In fact, for any quadratic polynomial $a x^{2}+b x+c, a \neq 0$, the graph of the corresponding equation $y=a x^{2}+b x+c$ has one of the two shapes either open upwards like $\bigcup$ or open downwards like $\bigcap$ depending on whether $a>0$ or $a<0$. (These curves are called parabolas.)

You can see from Table 2.1 that -1 and 4 are zeroes of the quadratic polynomial. Also note from Fig. 2.2 that -1 and 4 are the $x$-coordinates of the points where the graph of $y=x^{2}-3 x-4$ intersects the $x$-axis. Thus, the zeroes of the quadratic polynomial $x^{2}-3 x-4$ are $x$-coordinates of the points where the graph of $y=x^{2}-3 x-4$ intersects the $x$-axis.

Fig. 2.2

This fact is true for any quadratic polynomial, i.e., the zeroes of a quadratic polynomial $a x^{2}+b x+c, a \neq 0$, are precisely the $x$-coordinates of the points where the parabola representing $y=a x^{2}+b x+c$ intersects the $x$-axis.

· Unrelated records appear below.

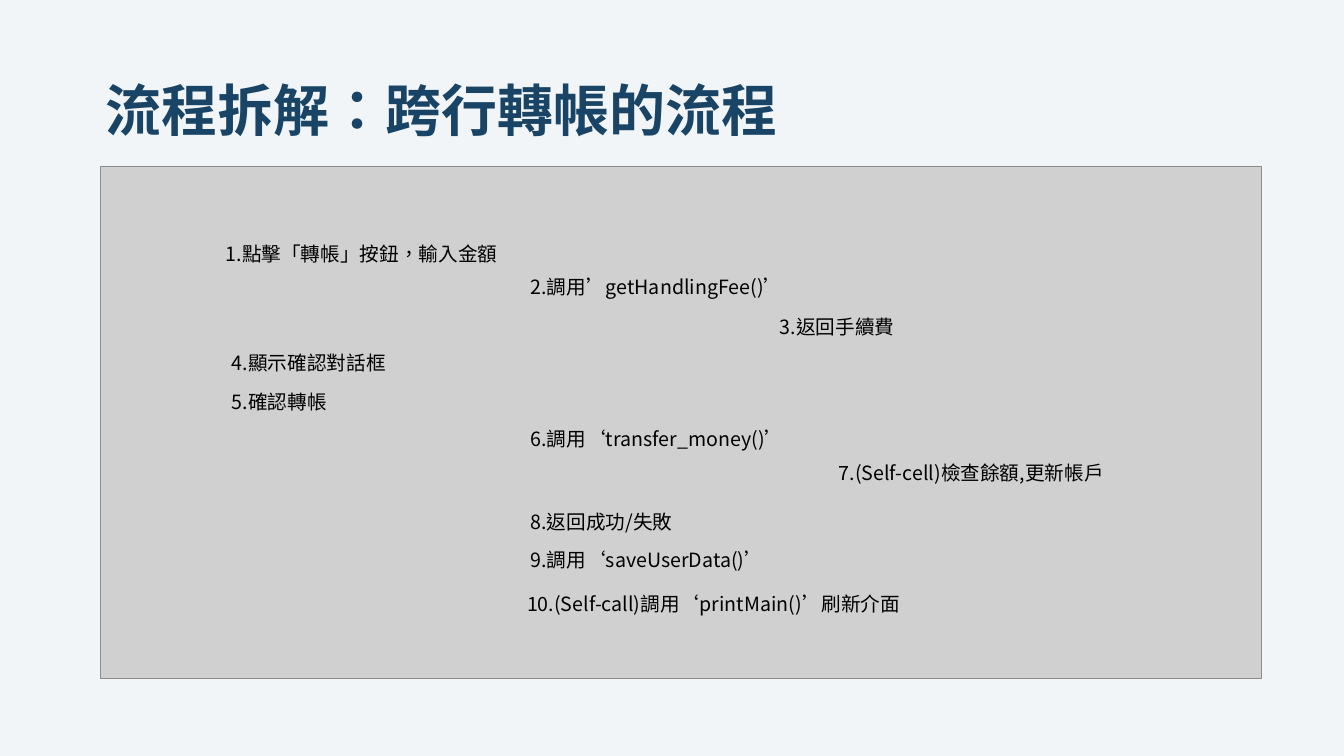
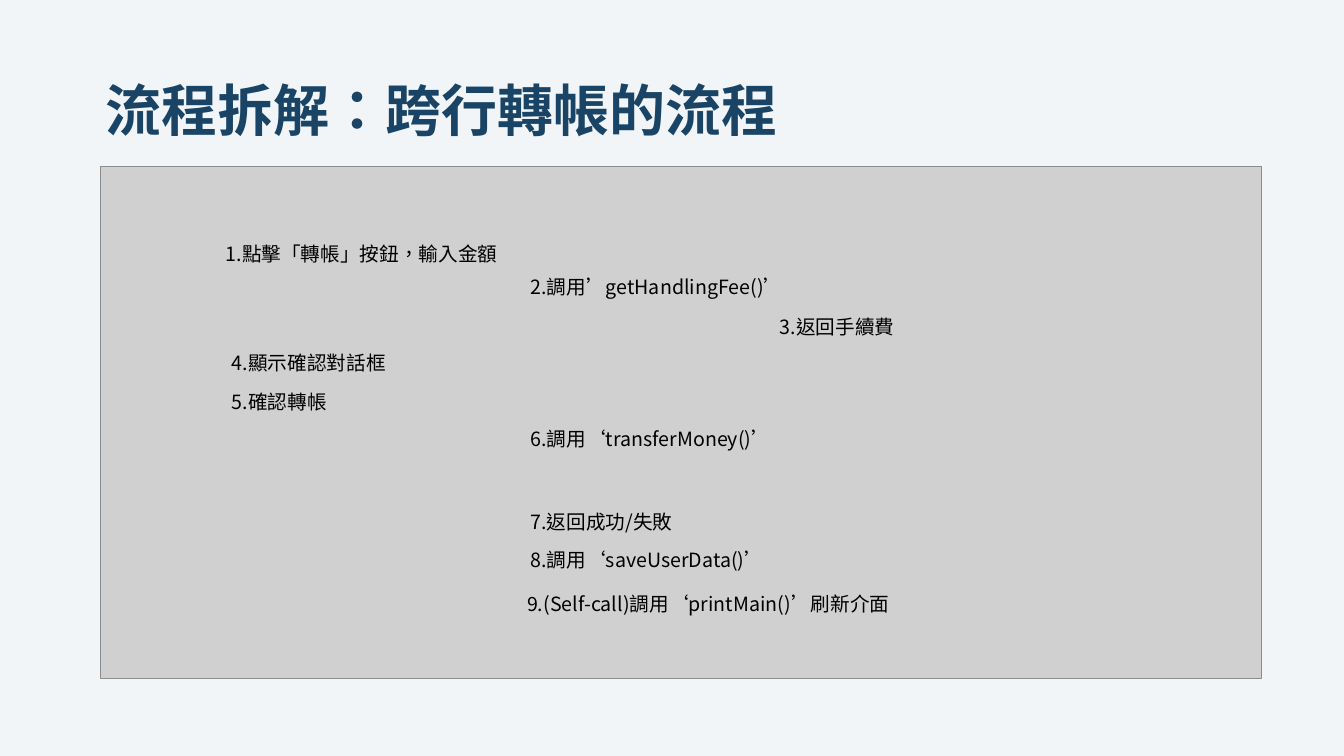
Before and after one commit to Liuyuweiyyyy/JAVA-final-bank, a slide deck: slide 12 of 銀行模擬系統.pptx. Drawn at 1344x756 pixels with LibreOffice and Linux fonts; fonts in the diff are those of the drawing; grey boxes stand for pictures. Boxes give left, top, right and bottom in pixels: in the first picture for what was removed or moved away, otherwise in the second. Text is boxed around its words. In the diff, an @@ line names an element or a change of style, - is before the commit and + after.

```diff
--- a/銀行模擬系統.pptx
+++ b/銀行模擬系統.pptx
@@ text at (531, 429, 772, 451): text changed @@
-6.調用‘transfer_money()’
+6.調用‘transferMoney()’
@@ text removed at (839, 463, 1104, 484) @@
-7.(Self-cell)檢查餘額,更新帳戶
@@ text at (531, 512, 673, 533): text changed @@
-8.返回成功/失敗
+7.返回成功/失敗
@@ text at (530, 550, 764, 571): text changed @@
-9.調用‘saveUserData()’
+8.調用‘saveUserData()’
@@ text at (527, 594, 889, 616): text changed @@
-10.(Self-call)調用‘printMain()’刷新介面
+9.(Self-call)調用‘printMain()’刷新介面
```

From our observation earlier about the shape of the graph of $y=a x^{2}+b x+c$, the following three cases can happen:

Case (i) : Here, the graph cuts $x$-axis at two distinct points A and $A^{\prime}$.

The $x$-coordinates of $A$ and $A^{\prime}$ are the two zeroes of the quadratic polynomial $a x^{2}+b x+c$ in this case (see Fig. 2.3).

Fig. 2.3

Case (ii) : Here, the graph cuts the $x$-axis at exactly one point, i.e., at two coincident points. So, the two points A and $A^{\prime}$ of Case (i) coincide here to become one point A (see Fig. 2.4).

Fig. 2.4

The $x$-coordinate of A is the only zero for the quadratic polynomial $a x^{2}+b x+c$ in this case.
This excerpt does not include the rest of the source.